Step 3: Find out if your doctor and other healthcare providers are in the health plan’s network.
Your doctor may not be part of every plan network in your community. To find out if your doctor is in a health plan’s network, call your doctor’s office and check the health plan’s provider directory. Before making your decision, you should check with your doctor’s office to make sure she has not left the network.

Step 4: Compare the cost of the plans.
Based on your healthcare needs, you will have to decide about monthly premiums and out-of-pocket expenses, such as deductibles, copayments and co-insurance. If you are buying your own insurance, you will pay the full amount of the premium. If you get health insurance from your employer, you will pay a percentage of the premium.

Most health plans have out-of-pocket expenses that can vary greatly. The annual deductible can range from several hundred dollars to very high amounts, such as $5,000 or more. Most HMOs and PPOs have copayments for doctor visits in the network, and PPOs often have co-insurance of 20% to 30% for out-of-network services.

Usually, if you choose a plan with a high annual deductible, your monthly premiums will be lower. And, if you choose a plan with a low annual deductible, your monthly premiums will be higher. If you are young, healthy, take no prescription medications, and use few healthcare services, you may want to select a plan with a high deductible and low monthly premiums. However, if you or a family member has a chronic illness that requires medication and frequent doctor visits, you may want to choose a plan with a low annual deductible and a higher monthly premium.

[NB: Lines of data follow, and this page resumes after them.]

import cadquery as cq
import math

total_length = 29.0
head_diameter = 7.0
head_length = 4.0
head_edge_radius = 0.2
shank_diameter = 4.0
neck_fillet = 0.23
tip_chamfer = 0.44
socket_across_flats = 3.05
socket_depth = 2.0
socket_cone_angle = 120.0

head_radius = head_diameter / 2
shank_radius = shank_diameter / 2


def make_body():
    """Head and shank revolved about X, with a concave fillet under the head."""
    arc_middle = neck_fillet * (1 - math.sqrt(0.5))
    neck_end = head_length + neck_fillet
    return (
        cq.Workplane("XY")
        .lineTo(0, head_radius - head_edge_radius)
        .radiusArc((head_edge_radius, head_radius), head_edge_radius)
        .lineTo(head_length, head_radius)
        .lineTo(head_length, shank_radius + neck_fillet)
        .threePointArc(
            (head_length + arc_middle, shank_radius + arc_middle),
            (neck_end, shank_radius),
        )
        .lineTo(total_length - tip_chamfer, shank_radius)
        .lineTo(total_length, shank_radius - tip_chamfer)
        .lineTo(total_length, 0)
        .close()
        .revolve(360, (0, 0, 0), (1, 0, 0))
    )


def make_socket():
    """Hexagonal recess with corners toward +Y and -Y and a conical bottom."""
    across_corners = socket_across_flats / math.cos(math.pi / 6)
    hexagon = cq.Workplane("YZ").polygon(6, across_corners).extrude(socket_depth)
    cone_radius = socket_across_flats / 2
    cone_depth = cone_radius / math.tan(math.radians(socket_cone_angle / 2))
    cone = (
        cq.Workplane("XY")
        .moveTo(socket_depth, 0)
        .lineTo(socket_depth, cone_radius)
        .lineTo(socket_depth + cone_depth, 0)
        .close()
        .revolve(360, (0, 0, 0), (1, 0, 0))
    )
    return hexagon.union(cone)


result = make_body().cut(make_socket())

For example: Arthur R. is a 34 year and self-employed. He is in excellent health and does not take any medications. His wife also is healthy and has few healthcare needs. The couple wants to join a PPO that will allow them to see a doctor out-of-network. All of the PPO choices in their community have a $20 copayment for doctor visits and a 25% co-insurance for out-of-network services. A plan with no deductible has a monthly premium of $1007 and a plan with a deductible of $2500 has a monthly premium of $634.

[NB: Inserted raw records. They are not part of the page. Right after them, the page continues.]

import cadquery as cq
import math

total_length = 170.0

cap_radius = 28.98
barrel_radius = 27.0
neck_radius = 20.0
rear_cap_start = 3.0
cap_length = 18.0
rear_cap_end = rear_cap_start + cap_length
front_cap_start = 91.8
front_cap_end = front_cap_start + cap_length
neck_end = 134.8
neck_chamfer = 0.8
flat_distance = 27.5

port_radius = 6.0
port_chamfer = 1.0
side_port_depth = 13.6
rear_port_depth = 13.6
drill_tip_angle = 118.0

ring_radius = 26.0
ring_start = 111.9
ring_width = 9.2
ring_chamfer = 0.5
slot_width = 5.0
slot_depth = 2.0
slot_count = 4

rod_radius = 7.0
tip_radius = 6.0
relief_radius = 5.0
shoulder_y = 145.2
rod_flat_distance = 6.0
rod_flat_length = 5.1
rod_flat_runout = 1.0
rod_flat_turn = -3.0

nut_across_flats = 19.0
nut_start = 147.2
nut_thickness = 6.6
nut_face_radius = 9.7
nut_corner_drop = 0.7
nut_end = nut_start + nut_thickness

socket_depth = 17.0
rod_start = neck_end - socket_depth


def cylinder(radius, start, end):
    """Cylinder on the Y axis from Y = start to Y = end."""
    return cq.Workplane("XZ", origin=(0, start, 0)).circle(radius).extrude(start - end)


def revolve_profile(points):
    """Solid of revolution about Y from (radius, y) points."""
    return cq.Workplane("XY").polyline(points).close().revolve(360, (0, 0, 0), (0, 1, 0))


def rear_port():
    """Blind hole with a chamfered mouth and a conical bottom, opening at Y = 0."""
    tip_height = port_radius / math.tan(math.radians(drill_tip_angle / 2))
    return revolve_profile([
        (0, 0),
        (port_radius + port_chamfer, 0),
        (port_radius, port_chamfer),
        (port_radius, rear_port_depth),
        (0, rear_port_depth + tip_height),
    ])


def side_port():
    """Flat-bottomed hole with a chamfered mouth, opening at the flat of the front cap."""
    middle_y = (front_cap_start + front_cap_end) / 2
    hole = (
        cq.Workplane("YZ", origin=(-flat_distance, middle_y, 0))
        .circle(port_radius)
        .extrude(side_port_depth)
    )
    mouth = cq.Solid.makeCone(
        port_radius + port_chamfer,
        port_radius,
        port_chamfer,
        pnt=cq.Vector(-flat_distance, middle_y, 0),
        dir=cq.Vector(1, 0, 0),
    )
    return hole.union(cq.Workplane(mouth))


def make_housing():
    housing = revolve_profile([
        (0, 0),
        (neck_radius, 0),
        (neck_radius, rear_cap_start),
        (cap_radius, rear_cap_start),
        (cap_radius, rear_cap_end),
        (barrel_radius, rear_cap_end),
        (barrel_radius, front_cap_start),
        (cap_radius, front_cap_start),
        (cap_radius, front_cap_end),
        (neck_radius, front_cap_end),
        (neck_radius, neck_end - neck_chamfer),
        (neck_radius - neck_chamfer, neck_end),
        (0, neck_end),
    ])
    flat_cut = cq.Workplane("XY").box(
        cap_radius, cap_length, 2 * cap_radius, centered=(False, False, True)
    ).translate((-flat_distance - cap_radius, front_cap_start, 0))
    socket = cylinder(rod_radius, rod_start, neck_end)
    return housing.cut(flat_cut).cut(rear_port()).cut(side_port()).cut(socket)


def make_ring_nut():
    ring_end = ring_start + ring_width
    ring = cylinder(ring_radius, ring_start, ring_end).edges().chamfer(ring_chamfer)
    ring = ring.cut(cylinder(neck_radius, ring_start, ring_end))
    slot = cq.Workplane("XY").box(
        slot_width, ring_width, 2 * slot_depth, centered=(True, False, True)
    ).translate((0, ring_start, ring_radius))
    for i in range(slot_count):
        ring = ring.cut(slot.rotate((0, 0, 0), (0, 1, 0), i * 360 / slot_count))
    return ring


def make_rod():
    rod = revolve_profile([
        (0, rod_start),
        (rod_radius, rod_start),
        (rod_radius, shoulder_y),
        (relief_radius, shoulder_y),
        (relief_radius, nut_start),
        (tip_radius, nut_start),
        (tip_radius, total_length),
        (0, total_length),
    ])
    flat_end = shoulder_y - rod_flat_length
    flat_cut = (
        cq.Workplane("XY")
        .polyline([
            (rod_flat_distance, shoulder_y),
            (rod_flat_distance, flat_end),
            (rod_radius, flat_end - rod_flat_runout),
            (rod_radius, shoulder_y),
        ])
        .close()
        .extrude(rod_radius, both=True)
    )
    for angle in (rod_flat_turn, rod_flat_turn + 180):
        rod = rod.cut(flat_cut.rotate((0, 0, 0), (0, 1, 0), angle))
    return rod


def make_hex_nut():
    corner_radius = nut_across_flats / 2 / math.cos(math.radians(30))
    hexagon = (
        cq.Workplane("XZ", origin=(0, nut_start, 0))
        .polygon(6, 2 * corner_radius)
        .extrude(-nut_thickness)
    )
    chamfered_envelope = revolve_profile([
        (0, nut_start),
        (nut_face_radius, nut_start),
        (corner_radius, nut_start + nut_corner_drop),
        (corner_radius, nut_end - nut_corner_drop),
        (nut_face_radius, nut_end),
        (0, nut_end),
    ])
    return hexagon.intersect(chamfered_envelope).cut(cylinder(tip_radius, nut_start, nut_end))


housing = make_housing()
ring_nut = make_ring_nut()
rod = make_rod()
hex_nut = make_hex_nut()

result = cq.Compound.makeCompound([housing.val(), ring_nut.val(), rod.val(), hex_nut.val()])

The premiums for the plan with no deductible will cost the couple $12,084 for the year, but except for copayments, all their healthcare costs will be covered. The premiums for the high deductable health plan will cost them $7,608 for the year, but they will be responsible for all their health expenses up to $2,500. Since they are healthy and only anticipate 4-5 doctor visits in the coming year (which would cost them about $100-$200 out of pocket), it makes sense for them to select the high deductible option.

Step 5: Compare the quality of the plans.
There are resources to help you determine how well a health plan performs. It’s important for you to know about such things as complaints, customer service, access to the providers you want to see, and the quality of the care provided by the plan’s healthcare professionals.

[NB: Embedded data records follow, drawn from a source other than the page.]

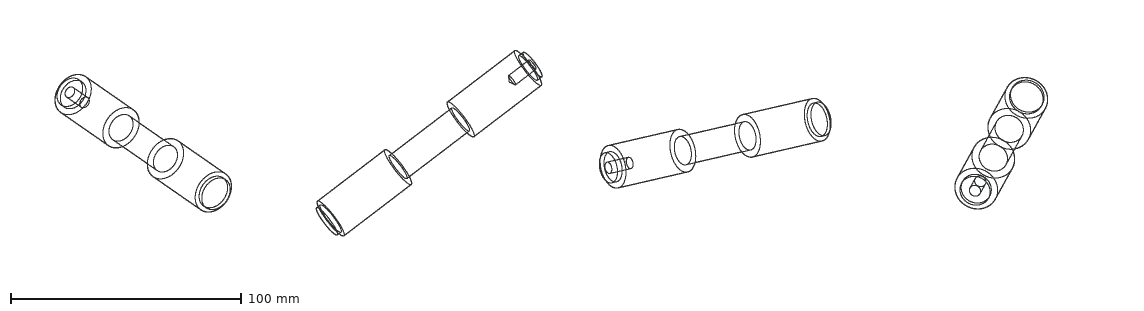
import cadquery as cq
import math

total_length = 114.6
body_diameter = 19.0
body_length = 37.6

left_spigot_diameter = 13.4
left_spigot_length = 2.5
right_spigot_diameter = 14.9
right_spigot_length = 2.1

neck_diameter = 12.6
neck_length = total_length - left_spigot_length - right_spigot_length - 2 * body_length

hole_diameter = 5.0
hole_depth = 11.5
drill_point_angle = 118.0

left_end = -total_length / 2


def build_shaft():
    """Stack the coaxial cylinders from the left end to the right end."""
    sections = [
        (left_spigot_diameter, left_spigot_length),
        (body_diameter, body_length),
        (neck_diameter, neck_length),
        (body_diameter, body_length),
        (right_spigot_diameter, right_spigot_length),
    ]
    shaft = cq.Workplane("YZ")
    start = left_end
    for diameter, length in sections:
        section = cq.Workplane("YZ", origin=(start, 0, 0)).circle(diameter / 2).extrude(length)
        shaft = shaft.add(section)
        start += length
    return shaft.combine()


def build_drilled_hole():
    """Revolve the half profile of a drilled hole with its conical bottom."""
    radius = hole_diameter / 2
    point_length = radius / math.tan(math.radians(drill_point_angle / 2))
    bottom = left_end + hole_depth
    profile = (
        cq.Workplane("XY")
        .moveTo(left_end, 0)
        .lineTo(left_end, radius)
        .lineTo(bottom, radius)
        .lineTo(bottom + point_length, 0)
        .close()
    )
    return profile.revolve(360, (0, 0, 0), (1, 0, 0))


result = build_shaft().cut(build_drilled_hole())

Your state insurance department, Medicare, and the National Committee for Quality Assurance (NCQA) are good resources.

  • Your state insurance department should have information about health plans licensed in your state. Some states have tools that let you see how each health plan ranks based on quality measures. For example, Vermont has a Consumer Guide to Health Plans that provides information about consumer satisfaction and quality of care. You can link to your state’s health insurance department on the website of the National Association of Insurance Commissioners.
  • Medicare maintains a list of all Medicare approved health plans that includes a quality rating for each health plan based on feedback from plan members.
  • NCQA is a not-for-profit organization that reviews and accredits health plans. The NCQA “stamp of approval” is a reliable indicator that a health plan is well-managed and delivers high quality care and service.